We can choose either columns or rows from dataframes. Columns can be directly selected using their name.

In [10]:
df["Age"]

0    28
1    34
2    29
3    32
4    41
Name: Age, dtype: int64

If you want to choose multiple columns, we can provide them as a list.

In [11]:
df[["Name", "Age"]]

Unnamed: 0,Name,Age
0,John,28
1,Anna,34
2,Peter,29
3,Linda,32
4,James,41


When selecting rows we can use `loc` to reference which rows we want. 

In [19]:
df.loc[0] # prints the first record

Name        John
Age           28
City    New York
Name: 0, dtype: object

In [31]:
df.loc[1:3] # prints records 2 to 4

Unnamed: 0,Name,Age,City
1,Anna,34,Paris
2,Peter,29,Berlin
3,Linda,32,London


In [27]:
df.loc[3:] # prints from the 4th record onwards

Unnamed: 0,Name,Age,City
3,Linda,32,London
4,James,41,Toronto


In [30]:
df.loc[:2] # prints until the 3rd record

Unnamed: 0,Name,Age,City
0,John,28,New York
1,Anna,34,Paris
2,Peter,29,Berlin


You can see numbers next to each row in the DataFrame. This is the index. In this case the index matches the record position. But, you can have dataframes where the index is something else. Let's change the index of this dataframe to be the name of the person.


In [53]:
df2 = df.set_index("Name")
df2.head(3)

Unnamed: 0_level_0,Age,City
Name,Unnamed: 1_level_1,Unnamed: 2_level_1
John,28,New York
Anna,34,Paris
Peter,29,Berlin


Now, we cannot use numbers to directly access the row, but we have to use the value of the index itself.

In [44]:
# df2.loc[0] 
df2.loc["John":"Anna"]

Unnamed: 0_level_0,Age,City
Name,Unnamed: 1_level_1,Unnamed: 2_level_1
John,28,New York
Anna,34,Paris


However, you can still use row indexes, using `iloc[]`.

In [46]:
df2.iloc[0:2]

Unnamed: 0_level_0,Age,City
Name,Unnamed: 1_level_1,Unnamed: 2_level_1
John,28,New York
Anna,34,Paris


If you want to reset the index, you can use `reset_index()`.

In [48]:
df2.reset_index()

Unnamed: 0_level_0,Age,City
Name,Unnamed: 1_level_1,Unnamed: 2_level_1
John,28,New York
Anna,34,Paris
Peter,29,Berlin
Linda,32,London
James,41,Toronto


When you perform these type of changes on a dataframe, a new dataframe is returned, and the original dataframe is not changed.
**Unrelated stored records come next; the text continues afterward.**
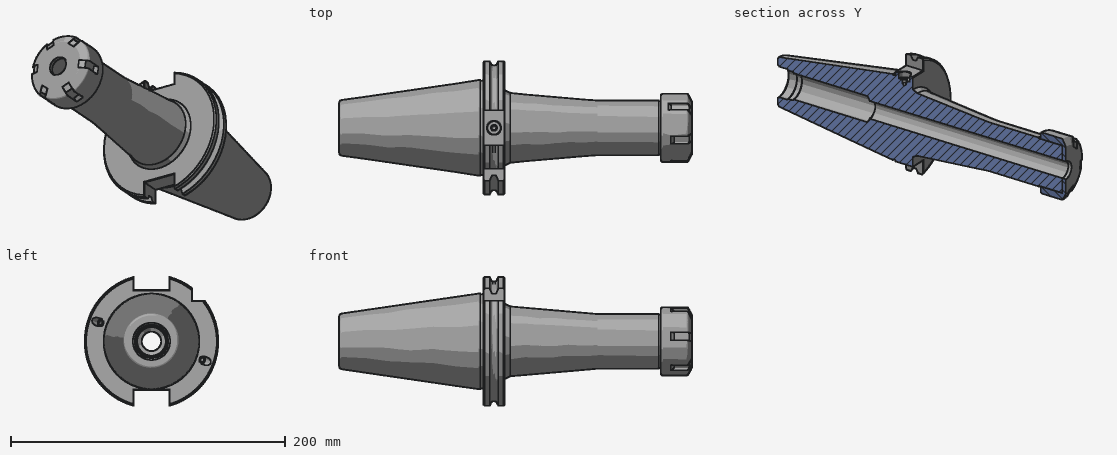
import cadquery as cq
import math


gauge_radius = 34.925
taper_length = 101.75
taper_end_radius = gauge_radius - taper_length * 7 / 48
shank_end_fillet = 2.5

flange_start = 3.2
flange_end = 19.1
flange_radius = 48.75
flange_chamfer = 1.2
undercut_start = 1.0
undercut_radius = 34.4
undercut_fillet = 0.5
groove_center = 11.1
groove_root_radius = 45.6
groove_root_fillet = 1.0
groove_flank_angle = 30
groove_pin_radius = 3.5
groove_pin_center_radius = 50.1

slot_width = 25.7
rim_edge_chamfer = 0.5
upper_slot_floor = 37.5
lower_slot_floor = 35.5
notch_y = -29.7
notch_z = 29.7
chip_pocket_diameter = 9.6
chip_pocket_depth = 4.6
chip_pocket_chamfer = 0.4
chip_pilot_diameter = 3.3
chip_pilot_depth = 3.0
chip_pilot_chamfer = 0.6

coolant_hole_diameter = 6.0
coolant_hole_depth = 3.3
coolant_pilot_diameter = 3.5
coolant_pilot_depth = 7.5
coolant_hole_radius = 41.7
coolant_hole_angle = -70
coolant_hole_slant = 45

neck_fillet_end = 23.0
neck_radius = 25.5
neck_start_radius = 27.4
nose_taper_end = 86.4
nose_radius = 20.0
thread_start = 130.9
thread_radius = 19.5

bore_mouth_radius = 13.6
bore_entry_radius = 12.2
bore_mouth_chamfer = bore_mouth_radius - bore_entry_radius
bore_entry_depth = 8.5
bore_step_radius = 11.4
bore_step_depth = 13.5
bore_thread_radius = 10.4
bore_thread_depth = 80.0
through_radius = 7.0
drill_tip_angle = 59

nut_start = 132.5
nut_end = 155.28
nut_radius = 25.0
nut_rear_fillet = 1.8
nut_front_fillet = 1.8
nut_cone_start = 152.2
nut_face_radius = 19.2
nut_face_fillet = 0.8
nut_lip = 3.0
nut_slot_count = 6
nut_slot_width = 5.9
nut_slot_floor = 22.5
nut_slot_floor_fillet = 0.6
nut_slot_floor_end = 153.1
nut_slot_start = 139.8
nut_slot_front_radius = 18.0
nut_long_slot_extra = 2.0
nut_long_slot_index = 2
nut_turn_angle = 8.8

thread_end = nut_end - nut_lip

PICK_MARGIN = 0.01


def turned(profile):
    """Solid of revolution about X from a closed (x, radius) profile."""
    return profile.close().revolve(360, (0, 0, 0), (1, 0, 0))


def ring(body, x, radius):
    """Circular edge of the body with this radius at this place on the axis."""
    circles = body.edges("%CIRCLE").vals()
    return body.newObject([
        edge for edge in circles
        if abs(edge.radius() - radius) < PICK_MARGIN and abs(edge.Center().x - x) < PICK_MARGIN
    ])


def holder_blank():
    flank_angle = math.radians(groove_flank_angle)
    groove_flank_slope = math.tan(flank_angle)
    apex_radius = groove_pin_center_radius - groove_pin_radius / math.sin(flank_angle)
    groove_half_root = (groove_root_radius - apex_radius) * groove_flank_slope
    groove_half_mouth = (flange_radius - apex_radius) * groove_flank_slope
    shank_end = -taper_length
    blank = turned(
        cq.Workplane("XZ")
        .moveTo(shank_end, 0)
        .lineTo(shank_end, taper_end_radius)
        .lineTo(0, gauge_radius)
        .lineTo(undercut_start, gauge_radius)
        .lineTo(undercut_start, undercut_radius)
        .lineTo(flange_start, undercut_radius)
        .lineTo(flange_start, flange_radius - flange_chamfer)
        .lineTo(flange_start + flange_chamfer, flange_radius)
        .lineTo(groove_center - groove_half_mouth, flange_radius)
        .lineTo(groove_center - groove_half_root, groove_root_radius)
        .lineTo(groove_center + groove_half_root, groove_root_radius)
        .lineTo(groove_center + groove_half_mouth, flange_radius)
        .lineTo(flange_end - flange_chamfer, flange_radius)
        .lineTo(flange_end, flange_radius - flange_chamfer)
        .lineTo(flange_end, neck_start_radius)
        .lineTo(neck_fillet_end, neck_radius)
        .lineTo(nose_taper_end, nose_radius)
        .lineTo(thread_start, nose_radius)
        .lineTo(thread_start, thread_radius)
        .lineTo(thread_end, thread_radius)
        .lineTo(thread_end, 0)
    )
    blank = blank.edges("<X").fillet(shank_end_fillet)
    blank = ring(blank, flange_start, undercut_radius).fillet(undercut_fillet)
    for side in (-1, 1):
        root_corner = ring(blank, groove_center + side * groove_half_root, groove_root_radius)
        blank = root_corner.fillet(groove_root_fillet)
    return blank


def bore_cutter():
    mouth = -taper_length
    entry_end = mouth + bore_entry_depth
    entry_cone = bore_entry_radius - bore_step_radius
    step_end = mouth + bore_step_depth
    step_cone = bore_step_radius - bore_thread_radius
    tip_start = mouth + bore_thread_depth
    tip_length = (bore_thread_radius - through_radius) / math.tan(math.radians(drill_tip_angle))
    return turned(
        cq.Workplane("XZ")
        .moveTo(mouth, 0)
        .lineTo(mouth, bore_mouth_radius)
        .lineTo(mouth + bore_mouth_chamfer, bore_entry_radius)
        .lineTo(entry_end, bore_entry_radius)
        .lineTo(entry_end + entry_cone, bore_step_radius)
        .lineTo(step_end, bore_step_radius)
        .lineTo(step_end + step_cone, bore_thread_radius)
        .lineTo(tip_start, bore_thread_radius)
        .lineTo(tip_start + tip_length, through_radius)
        .lineTo(nut_end, through_radius)
        .lineTo(nut_end, 0)
    )


def flange_block(y_min, y_max, z_min, z_max):
    """Box spanning the flange width, for cutting its rim."""
    return cq.Workplane("XY").box(
        flange_end - flange_start, y_max - y_min, z_max - z_min, centered=False
    ).translate((flange_start, y_min, z_min))


def rim_cutters():
    beyond = flange_radius + 1
    half_slot = slot_width / 2
    return [
        flange_block(-half_slot, half_slot, upper_slot_floor, beyond),
        flange_block(-half_slot, half_slot, -beyond, -lower_slot_floor),
        flange_block(-beyond, notch_y, notch_z, beyond),
    ]


def chip_pocket_cutter():
    """Chamfered round pocket with a chamfered pilot hole in its floor."""
    pocket_radius = chip_pocket_diameter / 2
    pilot_radius = chip_pilot_diameter / 2
    profile = (
        cq.Workplane("XZ")
        .moveTo(0, 0)
        .lineTo(pocket_radius + chip_pocket_chamfer, 0)
        .lineTo(pocket_radius, -chip_pocket_chamfer)
        .lineTo(pocket_radius, -chip_pocket_depth)
        .lineTo(pilot_radius + chip_pilot_chamfer, -chip_pocket_depth)
        .lineTo(pilot_radius, -chip_pocket_depth - chip_pilot_chamfer)
        .lineTo(pilot_radius, -chip_pocket_depth - chip_pilot_depth)
        .lineTo(0, -chip_pocket_depth - chip_pilot_depth - pilot_radius)
        .close()
    )
    pocket = profile.revolve(360, (0, 0, 0), (0, 1, 0))
    return pocket.translate((groove_center, 0, upper_slot_floor))


def coolant_hole_cutter(angle):
    """Stepped hole entering the rear flange face and slanting towards the axis."""
    slant = math.radians(coolant_hole_slant)
    direction = cq.Vector(math.cos(slant), 0, -math.sin(slant))
    entry = cq.Vector(flange_start, 0, coolant_hole_radius)
    hole_radius = coolant_hole_diameter / 2
    start = entry - direction * hole_radius
    hole = cq.Solid.makeCylinder(hole_radius, coolant_hole_depth + hole_radius, start, direction)
    pilot = cq.Solid.makeCylinder(coolant_pilot_diameter / 2, coolant_pilot_depth, entry, direction)
    return cq.Workplane(hole).union(cq.Workplane(pilot)).rotate((0, 0, 0), (1, 0, 0), angle)


def flange_face_lines(body, x):
    """Straight edges that the rim cuts leave on a flange face."""
    lines = body.edges("%LINE").vals()
    return body.newObject([
        edge for edge in lines
        if abs(edge.startPoint().x - x) < PICK_MARGIN and abs(edge.endPoint().x - x) < PICK_MARGIN
    ])


def make_holder():
    holder = holder_blank().cut(bore_cutter())
    for cutter in rim_cutters():
        holder = holder.cut(cutter)
    for face in (flange_start, flange_end):
        holder = flange_face_lines(holder, face).chamfer(rim_edge_chamfer)
    holder = holder.cut(chip_pocket_cutter())
    for angle in (coolant_hole_angle, coolant_hole_angle + 180):
        holder = holder.cut(coolant_hole_cutter(angle))
    return holder


def nut_slot_cutter(angle, start):
    """Wrench slot with a sloped rear end and a floor that falls towards the front."""
    outer = nut_radius + 1
    slot = (
        cq.Workplane("XZ", origin=(0, nut_slot_width / 2, 0))
        .moveTo(start - outer + nut_radius, outer)
        .lineTo(start + nut_radius - nut_slot_floor, nut_slot_floor)
        .lineTo(nut_slot_floor_end, nut_slot_floor)
        .lineTo(nut_end, nut_slot_front_radius)
        .lineTo(nut_end, outer)
        .close()
        .extrude(nut_slot_width)
        .edges("|X").edges("<Z").fillet(nut_slot_floor_fillet)
    )
    return slot.rotate((0, 0, 0), (1, 0, 0), angle)


def make_nut():
    nut = turned(
        cq.Workplane("XZ")
        .moveTo(nut_start, thread_radius)
        .lineTo(nut_start, nut_radius)
        .lineTo(nut_cone_start, nut_radius)
        .lineTo(nut_end, nut_face_radius)
        .lineTo(nut_end, through_radius)
        .lineTo(thread_end, through_radius)
        .lineTo(thread_end, thread_radius)
    )
    nut = ring(nut, nut_start, nut_radius).fillet(nut_rear_fillet)
    nut = ring(nut, nut_cone_start, nut_radius).fillet(nut_front_fillet)
    nut = ring(nut, nut_end, nut_face_radius).fillet(nut_face_fillet)
    for index in range(nut_slot_count):
        is_long = index == nut_long_slot_index
        start = nut_slot_start - (nut_long_slot_extra if is_long else 0)
        nut = nut.cut(nut_slot_cutter(90 - index * 360 / nut_slot_count, start))
    return nut.rotate((0, 0, 0), (1, 0, 0), -nut_turn_angle)


holder = make_holder()
nut = make_nut()
result = cq.Compound.makeCompound([holder.solids().val(), nut.solids().val()])

For instance if we check the index of `df2`, it would still be the name.

In [50]:
df2.head(3)

Unnamed: 0_level_0,Age,City
Name,Unnamed: 1_level_1,Unnamed: 2_level_1
John,28,New York
Anna,34,Paris
Peter,29,Berlin


To overwrite the dataframe with the wanted changes, pass the `inplace=True` parameter.

In [54]:
df2.reset_index(inplace=True)
df2.head(3)

Unnamed: 0,Name,Age,City
0,John,28,New York
1,Anna,34,Paris
2,Peter,29,Berlin


We can finally combine column and row selection as well.

In [57]:
df[["Name", "Age"]].loc[0:3]

Unnamed: 0,Name,Age
0,John,28
1,Anna,34
2,Peter,29
3,Linda,32


### Addition

A new column can be simply added by adding a new name to the dataframe and passing a value.

In [60]:
df["Over_30"] = df["Age"]>30
df.head(3)

Unnamed: 0,Name,Age,City,Over_30
0,John,28,New York,False
1,Anna,34,Paris,True
2,Peter,29,Berlin,False


### Deletion

Then, if we want to delete a column we use `drop()`.

In [61]:
df.drop("Over_30", axis=1, inplace=True)
df.head(3)

Unnamed: 0,Name,Age,City
0,John,28,New York
1,Anna,34,Paris
2,Peter,29,Berlin


## Data Filtering

Filtering is often used to narrow down the data to relevant subsets.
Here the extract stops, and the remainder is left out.